Don Conrad, Core Leader
Co-Investigators: Suzanne Fei and Robert Searles
The Portland Alcohol Research Center (PARC) research projects will generate large amounts of gene expression and epigenetic data from multiple species and treatment conditions. The Bioinformatics Core will play an integral role in the management and analysis of these data, enabling the identification of genomic markers of alcohol exposure and risk for alcohol addiction. The key functions of C002 will be to provide foundational analyses to enable the primary endpoints within each project, provide higher-order inference by integrating data across PARC projects, and to augment these analyses by integration of PARC data with publicly available data resources. C002 will work with PARC investigators to design, troubleshoot, and execute best-practice computational analysis pipelines appropriate for the primary endpoints for each project.
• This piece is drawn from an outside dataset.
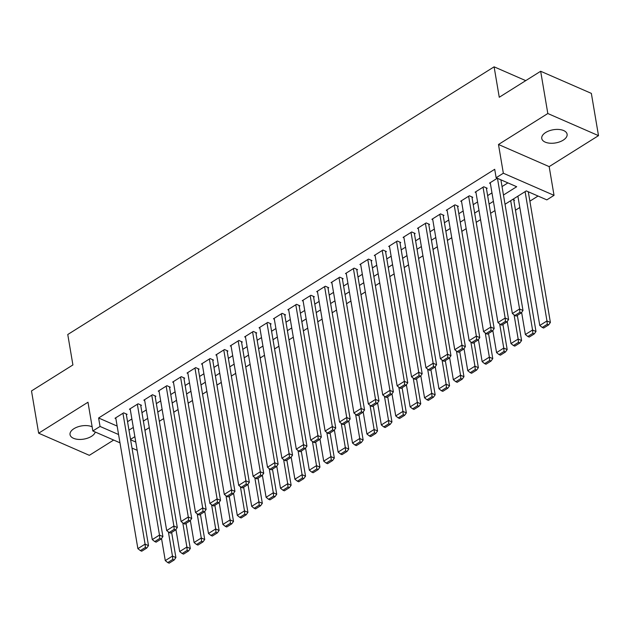 <?xml version="1.0" encoding="UTF-8"?>
<svg xmlns="http://www.w3.org/2000/svg" width="630" height="630" viewBox="0 0 630 630"><rect width="100%" height="100%" fill="white"/><g stroke="black" fill="none" stroke-linecap="round" stroke-linejoin="round"><path stroke-width="0.94" d="M92.138 426.817A12.852 6.694 170.4 0 0 73.946 428.683A12.852 6.694 170.4 0 0 70.04 434.653A12.852 6.694 170.4 0 0 78.222 439.386A12.852 6.694 170.4 0 0 91.484 436.338A12.852 6.694 170.4 0 0 95.28 432.03M563.196 140.167A12.852 6.694 170.4 0 0 567.102 134.198A12.852 6.694 170.4 0 0 558.928 129.465A12.852 6.694 170.4 0 0 545.667 132.513A12.852 6.694 170.4 0 0 541.761 138.482A12.852 6.694 170.4 0 0 549.935 143.215A12.852 6.694 170.4 0 0 563.196 140.167M525.727 80.632L494.109 66.827L67.764 334.514L72.907 364.943L31.5 390.939L38.651 433.204L89.334 455.333L113.66 440.055M494.109 66.827L499.259 97.256L540.666 71.261L591.349 93.382L598.5 135.647L547.817 113.518L498.48 144.49L503.338 173.226L554.03 195.355L546.824 199.875L526.278 190.906L505.024 204.254M498.48 144.49L549.171 166.619L598.5 135.647M549.171 166.619L554.03 195.355M515.474 210.215L519.813 207.49M529.877 201.167L538.044 196.04M540.666 71.261L547.817 113.518M126.37 414.776L127.095 414.327L123.669 412.831L115.022 418.257L115.888 418.635M140.773 405.736L141.498 405.287L138.072 403.791L129.434 409.216L130.292 409.587M155.177 396.695L155.901 396.238L152.476 394.742L143.837 400.168L144.695 400.546M169.58 387.647L170.305 387.198L166.879 385.702L158.24 391.128L159.099 391.506M183.984 378.606L184.708 378.15L181.282 376.661L172.644 382.087L173.502 382.457M198.387 369.558L199.112 369.109L195.686 367.613L187.047 373.039L187.905 373.417M212.79 360.517L213.515 360.069L210.089 358.572L201.45 363.998L202.309 364.376M227.202 351.477L227.918 351.02L224.493 349.524L215.854 354.958L216.712 355.328M241.605 342.429L242.322 341.98L238.896 340.483L230.257 345.909L231.115 346.287M256.008 333.388L256.725 332.939L253.299 331.443L244.66 336.869L245.519 337.239M270.412 324.348L271.128 323.891L267.703 322.395L259.064 327.82L259.922 328.198M284.815 315.299L285.532 314.85L282.106 313.354L273.467 318.78L274.326 319.158M299.218 306.259L299.935 305.81L296.51 304.314L287.871 309.739L288.729 310.11M313.622 297.218L314.339 296.761L310.913 295.265L302.274 300.691L303.132 301.069M328.025 288.17L328.742 287.721L325.316 286.225L316.677 291.651L317.536 292.029M342.429 279.129L343.145 278.673L339.72 277.184L331.081 282.61L331.939 282.98M356.832 270.081L357.549 269.632L354.123 268.136L345.484 273.562L346.342 273.94M371.235 261.041L371.952 260.592L368.526 259.095L359.887 264.521L360.746 264.899M385.639 252L386.355 251.543L382.93 250.047L374.291 255.473L375.149 255.851M400.042 242.952L400.759 242.503L397.333 241.007L388.694 246.432L389.553 246.81M414.445 233.911L415.162 233.462L411.737 231.966L403.098 237.392L403.956 237.762M428.849 224.871L429.565 224.414L426.14 222.918L417.501 228.343L418.359 228.721M443.252 215.822L443.969 215.373L440.543 213.877L431.904 219.303L432.763 219.681M457.656 206.782L458.372 206.325L454.947 204.837L446.308 210.262L447.166 210.633M472.059 197.741L472.776 197.285L469.35 195.788L460.711 201.214L461.57 201.592M486.462 188.693L487.179 188.244L483.761 186.748L475.115 192.174L475.973 192.552M513.86 200.655L514.576 200.206L512.749 199.403M503.465 195.024L516.687 186.724L496.141 177.747L494.708 169.297L98.611 417.989L117.148 426.085M127.544 421.698L131.875 418.981M141.947 412.658L146.278 409.933M156.35 403.609L160.681 400.893M170.754 394.569L175.085 391.844M185.157 385.529L189.488 382.804M199.56 376.48L203.892 373.763M213.964 367.44L218.303 364.715M228.367 358.399L232.706 355.674M242.77 349.351L247.11 346.634M257.174 340.31L261.513 337.585M271.577 331.262L275.916 328.545M285.981 322.221L290.32 319.497M300.384 313.181L304.723 310.456M314.787 304.132L319.127 301.416M329.191 295.092L333.53 292.367M343.594 286.051L347.933 283.327M357.998 277.003L362.337 274.286M372.401 267.963L376.74 265.238M386.804 258.922L391.143 256.197M401.208 249.874L405.547 247.157M415.611 240.833L419.95 238.108M430.014 231.785L434.353 229.068M444.426 222.744L448.757 220.02M458.829 213.704L463.16 210.979M473.232 204.655L477.564 201.939M487.636 195.615L491.967 192.89M502.039 186.574L507.906 182.889M497.291 178.251L489.518 183.133L490.376 183.503M119.976 442.811L92.838 430.967L87.98 402.231L38.651 433.204M92.838 430.967L100.044 426.447L118.574 434.535M98.611 417.989L100.044 426.447M496.141 177.747L503.338 173.226M137.182 450.324L132.001 448.064M130.599 439.787L135.781 442.047M494.959 210.57L490.62 213.294M480.556 219.618L476.217 222.335M466.153 228.659L461.814 231.383M451.749 237.699L447.41 240.424M437.346 246.747L433.007 249.464M422.943 255.788L418.603 258.513M408.539 264.836L404.2 267.553M394.136 273.877L389.797 276.594M379.725 282.917L375.393 285.642M365.321 291.966L360.99 294.683M350.918 301.006L346.587 303.731M336.514 310.047L332.183 312.771M322.111 319.095L317.78 321.812M307.708 328.135L303.377 330.86M293.304 337.176L288.973 339.901M278.901 346.224L274.57 348.941M264.498 355.265L260.166 357.99M250.094 364.313L245.763 367.03M235.691 373.354L231.36 376.079M221.287 382.394L216.956 385.119M206.884 391.443L202.553 394.159M192.481 400.483L188.149 403.208M178.077 409.524L173.746 412.248M163.674 418.572L159.343 421.289M149.271 427.613L144.939 430.337M134.867 436.661L130.536 439.378M128.977 430.148L133.308 427.431M143.38 421.108L147.711 418.383M157.784 412.067L162.115 409.342M172.187 403.019L176.518 400.302M186.59 393.978L190.921 391.254M200.994 384.938L205.325 382.213M215.397 375.889L219.728 373.173M229.8 366.849L234.132 364.124M244.204 357.801L248.535 355.084M258.607 348.76L262.938 346.043M273.01 339.72L277.342 336.995M287.414 330.671L291.745 327.954M301.817 321.631L306.148 318.906M316.221 312.59L320.552 309.865M330.624 303.542L334.955 300.825M345.027 294.501L349.359 291.777M359.431 285.461L363.762 282.736M373.834 276.412L378.165 273.696M388.238 267.372L392.569 264.647M402.641 258.324L406.972 255.607M417.044 249.283L421.376 246.558M431.448 240.243L435.779 237.518M445.851 231.194L450.182 228.477M460.254 222.154L464.586 219.429M474.658 213.113L478.989 210.389M489.061 204.065L493.4 201.348M497.472 178.329L519.569 308.991L522.995 310.488L500.897 179.826M490.242 182.676L512.371 313.512L519.569 308.991L519.892 312.315L514.852 315.48L516.214 316.079L521.262 312.913L519.892 312.315M522.995 310.488L521.262 312.913M514.852 315.48L512.371 313.512M525.097 191.646L546.966 320.954L539.768 325.474L517.899 196.166M547.289 324.277L542.249 327.442L543.619 328.041L548.659 324.875L547.289 324.277L546.966 320.954L550.392 322.45L528.294 191.788M539.768 325.474L542.249 327.442M548.659 324.875L550.392 322.45M483.037 187.197L505.166 318.04L508.591 319.536L486.321 187.866M475.839 191.717L497.968 322.56L505.166 318.04L505.488 321.363L500.44 324.529L501.811 325.127L506.859 321.961L505.488 321.363M508.591 319.536L506.859 321.961M500.44 324.529L497.968 322.56M468.633 196.245L490.762 327.08L494.188 328.577L471.917 196.906M461.436 200.765L483.564 331.6L490.762 327.08L491.085 330.404L486.037 333.569L487.407 334.168L492.455 331.002L491.085 330.404M494.188 328.577L492.455 331.002M486.037 333.569L483.564 331.6M454.23 205.286L476.359 336.121L479.784 337.617L457.514 205.955M447.024 209.806L469.161 340.649L476.359 336.121L476.682 339.452L471.634 342.61L473.004 343.208L478.052 340.043L476.682 339.452M479.784 337.617L478.052 340.043M471.634 342.61L469.161 340.649M439.827 214.326L461.955 345.169L465.381 346.665L443.11 214.995M432.621 218.854L454.758 349.689L461.955 345.169L462.278 348.492L457.23 351.658L458.601 352.257L463.648 349.091L462.278 348.492M465.381 346.665L463.648 349.091M457.23 351.658L454.758 349.689M510.694 200.694L532.563 330.002L525.365 334.522L521.624 312.409M532.885 333.325L527.846 336.491L529.216 337.089L534.256 333.924L532.885 333.325L532.563 330.002L535.988 331.49L513.718 199.828M525.365 334.522L527.846 336.491M534.256 333.924L535.988 331.49M514.072 314.866L518.159 339.042L510.962 343.563L507.221 321.45M518.482 342.366L513.442 345.531L514.812 346.13L519.852 342.964L518.482 342.366L518.159 339.042L521.585 340.539L517.332 315.386M510.962 343.563L513.442 345.531M519.852 342.964L521.585 340.539M499.669 323.914L503.756 348.083L496.558 352.603L492.817 330.498M504.079 351.406L499.039 354.572L500.409 355.17L505.449 352.005L504.079 351.406L503.756 348.083L507.181 349.579L502.929 324.426M496.558 352.603L499.039 354.572M505.449 352.005L507.181 349.579M485.265 332.955L489.352 357.131L482.155 361.651L478.414 339.538M489.675 360.454L484.635 363.62L485.998 364.219L491.046 361.053L489.675 360.454L489.352 357.131L492.778 358.62L488.526 333.467M482.155 361.651L484.635 363.62M491.046 361.053L492.778 358.62M425.423 223.374L447.552 354.21L450.978 355.706L428.707 224.044M418.218 227.895L440.354 358.73L447.552 354.21L447.875 357.533L442.827 360.699L444.197 361.297L449.245 358.131L447.875 357.533M450.978 355.706L449.245 358.131M442.827 360.699L440.354 358.73M470.862 341.995L474.949 366.172L467.751 370.692L464.011 348.579M475.272 369.495L470.224 372.661L471.594 373.259L476.642 370.093L475.272 369.495L474.949 366.172L478.375 367.668L474.122 342.515M467.751 370.692L470.224 372.661M476.642 370.093L478.375 367.668M411.02 232.415L433.149 363.25L436.574 364.746L414.304 233.084M403.814 236.935L425.951 367.778L433.149 363.25L433.472 366.581L428.424 369.747L429.794 370.345L434.834 367.18L433.472 366.581M436.574 364.746L434.834 367.18M428.424 369.747L425.951 367.778M456.459 351.044L460.546 375.212L453.348 379.74L449.607 357.627M460.869 378.536L455.821 381.701L457.191 382.3L462.239 379.134L460.869 378.536L460.546 375.212L463.971 376.709L459.719 351.556M453.348 379.74L455.821 381.701M462.239 379.134L463.971 376.709M396.616 241.463L418.745 372.298L422.171 373.795L399.9 242.125M389.411 245.983L411.548 376.819L418.745 372.298L419.068 375.622L414.02 378.787L415.39 379.386L420.43 376.22L419.068 375.622M422.171 373.795L420.43 376.22M414.02 378.787L411.548 376.819M442.055 360.084L446.142 384.261L438.945 388.781L435.204 366.668M446.465 387.584L441.417 390.75L442.788 391.348L447.835 388.182L446.465 387.584L446.142 384.261L449.568 385.757L445.315 360.596M438.945 388.781L441.417 390.75M447.835 388.182L449.568 385.757M382.213 250.504L404.342 381.339L407.767 382.835L385.497 251.173M375.007 255.024L397.136 385.859L404.342 381.339L404.657 384.662L399.617 387.828L400.987 388.426L406.027 385.261L404.657 384.662M407.767 382.835L406.027 385.261M399.617 387.828L397.136 385.859M427.652 369.125L431.739 393.301L424.541 397.821L420.801 375.708M432.062 396.624L427.014 399.79L428.384 400.389L433.432 397.223L432.062 396.624L431.739 393.301L435.165 394.797L430.912 369.645M424.541 397.821L427.014 399.79M433.432 397.223L435.165 394.797M367.81 259.544L389.939 390.387L393.364 391.876L371.094 260.214M360.604 264.065L382.733 394.908L389.939 390.387L390.253 393.711L385.214 396.876L386.584 397.475L391.624 394.309L390.253 393.711M393.364 391.876L391.624 394.309M385.214 396.876L382.733 394.908M413.248 378.173L417.336 402.342L410.138 406.87L406.397 384.757M417.659 405.673L412.611 408.838L413.981 409.429L419.029 406.271L417.659 405.673L417.336 402.342L420.761 403.838L416.509 378.685M410.138 406.87L412.611 408.838M419.029 406.271L420.761 403.838M353.406 268.593L375.535 399.428L378.961 400.924L356.69 269.254M346.201 273.113L368.329 403.948L375.535 399.428L375.85 402.751L370.81 405.917L372.18 406.515L377.22 403.35L375.85 402.751M378.961 400.924L377.22 403.35M370.81 405.917L368.329 403.948M398.845 387.214L402.932 411.39L395.734 415.91L391.994 393.797M403.255 414.713L398.207 417.879L399.577 418.477L404.617 415.312L403.255 414.713L402.932 411.39L406.358 412.886L402.105 387.726M395.734 415.91L398.207 417.879M404.617 415.312L406.358 412.886M339.003 277.633L361.132 408.468L364.557 409.965L342.287 278.302M331.797 282.153L353.926 412.997L361.132 408.468L361.447 411.792L356.407 414.957L357.777 415.556L362.817 412.39L361.447 411.792M364.557 409.965L362.817 412.39M356.407 414.957L353.926 412.997M384.442 396.262L388.529 420.43L381.331 424.951L377.591 402.838M388.852 423.754L383.804 426.919L385.174 427.518L390.214 424.352L388.852 423.754L388.529 420.43L391.954 421.927L387.702 396.774M381.331 424.951L383.804 426.919M390.214 424.352L391.954 421.927M324.6 286.674L346.728 417.517L350.154 419.013L327.884 287.343M317.394 291.202L339.523 422.037L346.728 417.517L347.043 420.84L342.003 424.006L343.374 424.604L348.414 421.438L347.043 420.84M350.154 419.013L348.414 421.438M342.003 424.006L339.523 422.037M370.038 405.303L374.125 429.479L366.92 433.999L363.187 411.886M374.44 432.802L369.4 435.968L370.771 436.566L375.811 433.401L374.44 432.802L374.125 429.479L377.551 430.967L373.299 405.815M366.92 433.999L369.4 435.968M375.811 433.401L377.551 430.967M310.196 295.722L332.325 426.557L335.751 428.053L313.48 296.384M302.991 300.242L325.119 431.077L332.325 426.557L332.64 429.88L327.6 433.046L328.97 433.645L334.01 430.479L332.64 429.88M335.751 428.053L334.01 430.479M327.6 433.046L325.119 431.077M355.635 414.343L359.722 438.519L352.517 443.04L348.784 420.927M360.037 441.843L354.997 445.008L356.367 445.607L361.407 442.441L360.037 441.843L359.722 438.519L363.148 440.016L358.895 414.863M352.517 443.04L354.997 445.008M361.407 442.441L363.148 440.016M295.793 304.762L317.922 435.598L321.347 437.094L299.077 305.432M288.587 309.283L310.716 440.126L317.922 435.598L318.237 438.929L313.197 442.087L314.567 442.685L319.607 439.527L318.237 438.929M321.347 437.094L319.607 439.527M313.197 442.087L310.716 440.126M341.232 423.391L345.319 447.56L338.113 452.08L334.38 429.975M345.634 450.883L340.594 454.049L341.964 454.647L347.004 451.482L345.634 450.883L345.319 447.56L348.744 449.056L344.492 423.903M338.113 452.08L340.594 454.049M347.004 451.482L348.744 449.056M281.389 313.803L303.518 444.646L306.944 446.142L284.673 314.472M274.184 318.331L296.313 449.166L303.518 444.646L303.833 447.969L298.793 451.135L300.163 451.734L305.204 448.568L303.833 447.969M306.944 446.142L305.204 448.568M298.793 451.135L296.313 449.166M326.828 432.432L330.915 456.608L323.71 461.128L319.969 439.015M331.23 459.931L326.19 463.097L327.561 463.696L332.601 460.53L331.23 459.931L330.915 456.608L334.341 458.097L330.089 432.944M323.71 461.128L326.19 463.097M332.601 460.53L334.341 458.097M266.986 322.851L289.115 453.687L292.541 455.183L270.27 323.521M259.78 327.372L281.909 458.207L289.115 453.687L289.43 457.01L284.39 460.176L285.76 460.774L290.8 457.608L289.43 457.01M292.541 455.183L290.8 457.608M284.39 460.176L281.909 458.207M312.425 441.473L316.512 465.649L309.306 470.169L305.566 448.056M316.827 468.972L311.787 472.138L313.157 472.736L318.197 469.57L316.827 468.972L316.512 465.649L319.938 467.145L315.685 441.992M309.306 470.169L311.787 472.138M318.197 469.57L319.938 467.145M252.583 331.892L274.712 462.735L278.137 464.223L255.867 332.561M245.377 336.412L267.506 467.255L274.712 462.735L275.026 466.058L269.986 469.224L271.357 469.822L276.397 466.657L275.026 466.058M278.137 464.223L276.397 466.657M269.986 469.224L267.506 467.255M298.022 450.521L302.109 474.689L294.903 479.217L291.162 457.104M302.424 478.02L297.384 481.178L298.754 481.777L303.794 478.611L302.424 478.02L302.109 474.689L305.534 476.185L301.282 451.033M294.903 479.217L297.384 481.178M303.794 478.611L305.534 476.185M238.179 340.94L260.308 471.776L263.734 473.272L241.463 341.602M230.974 345.46L253.102 476.296L260.308 471.776L260.623 475.099L255.583 478.264L256.953 478.863L261.993 475.697L260.623 475.099M263.734 473.272L261.993 475.697M255.583 478.264L253.102 476.296M283.618 459.561L287.705 483.738L280.5 488.258L276.759 466.145M288.02 487.061L282.98 490.227L284.35 490.825L289.391 487.659L288.02 487.061L287.705 483.738L291.131 485.234L286.87 460.073M280.5 488.258L282.98 490.227M289.391 487.659L291.131 485.234M223.776 349.981L245.905 480.816L249.33 482.312L227.06 350.65M216.57 354.501L238.699 485.336L245.905 480.816L246.22 484.139L241.18 487.305L242.55 487.903L247.59 484.738L246.22 484.139M249.33 482.312L247.59 484.738M241.18 487.305L238.699 485.336M269.215 468.602L273.302 492.778L266.096 497.298L262.356 475.185M273.617 496.101L268.577 499.267L269.947 499.866L274.987 496.7L273.617 496.101L273.302 492.778L276.727 494.274L272.467 469.122M266.096 497.298L268.577 499.267M274.987 496.7L276.727 494.274M209.373 359.021L231.501 489.864L234.927 491.353L212.657 359.691M202.167 363.541L224.296 494.385L231.501 489.864L231.816 493.188L226.776 496.353L228.147 496.952L233.187 493.786L231.816 493.188M234.927 491.353L233.187 493.786M226.776 496.353L224.296 494.385M254.811 477.65L258.899 501.819L251.693 506.347L247.952 484.234M259.214 505.15L254.173 508.315L255.544 508.906L260.584 505.748L259.214 505.15L258.899 501.819L262.324 503.315L258.064 478.162M251.693 506.347L254.173 508.315M260.584 505.748L262.324 503.315M194.969 368.07L217.098 498.905L220.524 500.401L198.253 368.731M187.764 372.59L209.892 503.425L217.098 498.905L217.413 502.228L212.373 505.394L213.743 505.992L218.783 502.827L217.413 502.228M220.524 500.401L218.783 502.827M212.373 505.394L209.892 503.425M240.408 486.691L244.495 510.867L237.289 515.387L233.549 493.274M244.81 514.19L239.77 517.356L241.14 517.955L246.18 514.789L244.81 514.19L244.495 510.867L247.921 512.363L243.66 487.203M237.289 515.387L239.77 517.356M246.18 514.789L247.921 512.363M180.566 377.11L202.695 507.945L206.12 509.442L183.85 377.779M173.36 381.63L195.489 512.473L202.695 507.945L203.01 511.276L197.97 514.434L199.34 515.033L204.38 511.867L203.01 511.276M206.12 509.442L204.38 511.867M197.97 514.434L195.489 512.473M226.005 495.739L230.092 519.908L222.886 524.428L219.145 502.315M230.407 523.231L225.367 526.397L226.737 526.995L231.777 523.829L230.407 523.231L230.092 519.908L233.517 521.404L229.257 496.251M222.886 524.428L225.367 526.397M231.777 523.829L233.517 521.404M166.162 386.151L188.291 516.994L191.717 518.49L169.446 386.82M158.957 390.679L181.086 521.514L188.291 516.994L188.606 520.317L183.566 523.483L184.936 524.081L189.977 520.915L188.606 520.317M191.717 518.49L189.977 520.915M183.566 523.483L181.086 521.514M211.601 504.78L215.688 528.956L208.483 533.476L204.742 511.363M216.003 532.279L210.963 535.445L212.334 536.043L217.374 532.878L216.003 532.279L215.688 528.956L219.114 530.444L214.854 505.291M208.483 533.476L210.963 535.445M217.374 532.878L219.114 530.444M151.759 395.199L173.888 526.034L177.306 527.53L155.043 395.861M144.553 399.719L166.682 530.554L173.888 526.034L174.203 529.358L169.163 532.523L170.533 533.122L175.573 529.956L174.203 529.358M177.306 527.53L175.573 529.956M169.163 532.523L166.682 530.554M197.198 513.82L201.285 537.996L194.079 542.517L190.339 520.404M201.6 541.32L196.56 544.485L197.93 545.084L202.97 541.918L201.6 541.32L201.285 537.996L204.711 539.493L200.45 514.34M194.079 542.517L196.56 544.485M202.97 541.918L204.711 539.493M137.348 404.24L159.484 535.075L162.902 536.571L140.64 404.909M130.15 408.76L152.279 539.603L159.484 535.075L159.799 538.406L154.76 541.572L156.13 542.162L161.17 539.004L159.799 538.406M162.902 536.571L161.17 539.004M154.76 541.572L152.279 539.603M182.787 522.869L186.882 547.037L179.676 551.557L175.935 529.452M187.197 550.36L182.157 553.526L183.527 554.124L188.567 550.959L187.197 550.36L186.882 547.037L190.307 548.533L186.047 523.38M179.676 551.557L182.157 553.526M188.567 550.959L190.307 548.533M122.945 413.28L145.081 544.123L148.499 545.619L126.236 413.949M115.747 417.808L137.876 548.643L145.081 544.123L145.396 547.446L140.356 550.612L141.726 551.211L146.766 548.045L145.396 547.446M148.499 545.619L146.766 548.045M140.356 550.612L137.876 548.643M168.383 531.909L172.478 556.085L165.273 560.606L161.532 538.492M172.793 559.409L167.753 562.574L169.123 563.173L174.163 560.007L172.793 559.409L172.478 556.085L175.904 557.582L171.643 532.421M165.273 560.606L167.753 562.574M174.163 560.007L175.904 557.582"/></g></svg>

The core’s experimental design and analysis services include: 1) Bioinformatics such as DNA-and RNA-seq read alignment, differential expression and pathway analysis, methylation and epigenetic analyses, data integration, and custom script writing; and 2) Biostatistics such as biomarker, longitudinal, survival, and high-throughput/high-dimensional omics analysis. Services under these two categories are often integrated during a given study. Each analysis is customized to best fit the needs of the project and investigator. Furthermore, C002 will augment individual PARC projects by bespoke integration of big data resources available in the public domain. C002 will download and organize available single-cell RNA-sequencing (scRNA-seq) data from relevant mouse brain regions, creating an atlas of cell type-specific expression that can be used for fine-mapping the cell types driving differential expression patterns observed in P001 and P002. Likewise, C002 will host publicly available epigenetic information from human and mouse, which will allow expression and methylation in Projects P001-P004 to be annotated and contextualized with a much larger set of genomic annotations (e.g. ChIP-seq, ATAC-seq, etc). Finally, C002 will perform cross-project integration by searching for signals that may be shared across species, first by assessing for common gene sets or pathways identified in mouse and macaque experiments, and, as a final translational step, assessing the convergence of PARC-based insights with the vast amount of human genetics data emerging on Alcohol Use Disorder.
This Core supports all four Center research Projects, several other NIH grants (R01, R37, U01, K01, F31 and F32) and VA grants focused on alcohol research, and training our students and postdocs in statistics, computation, and bioinformatics.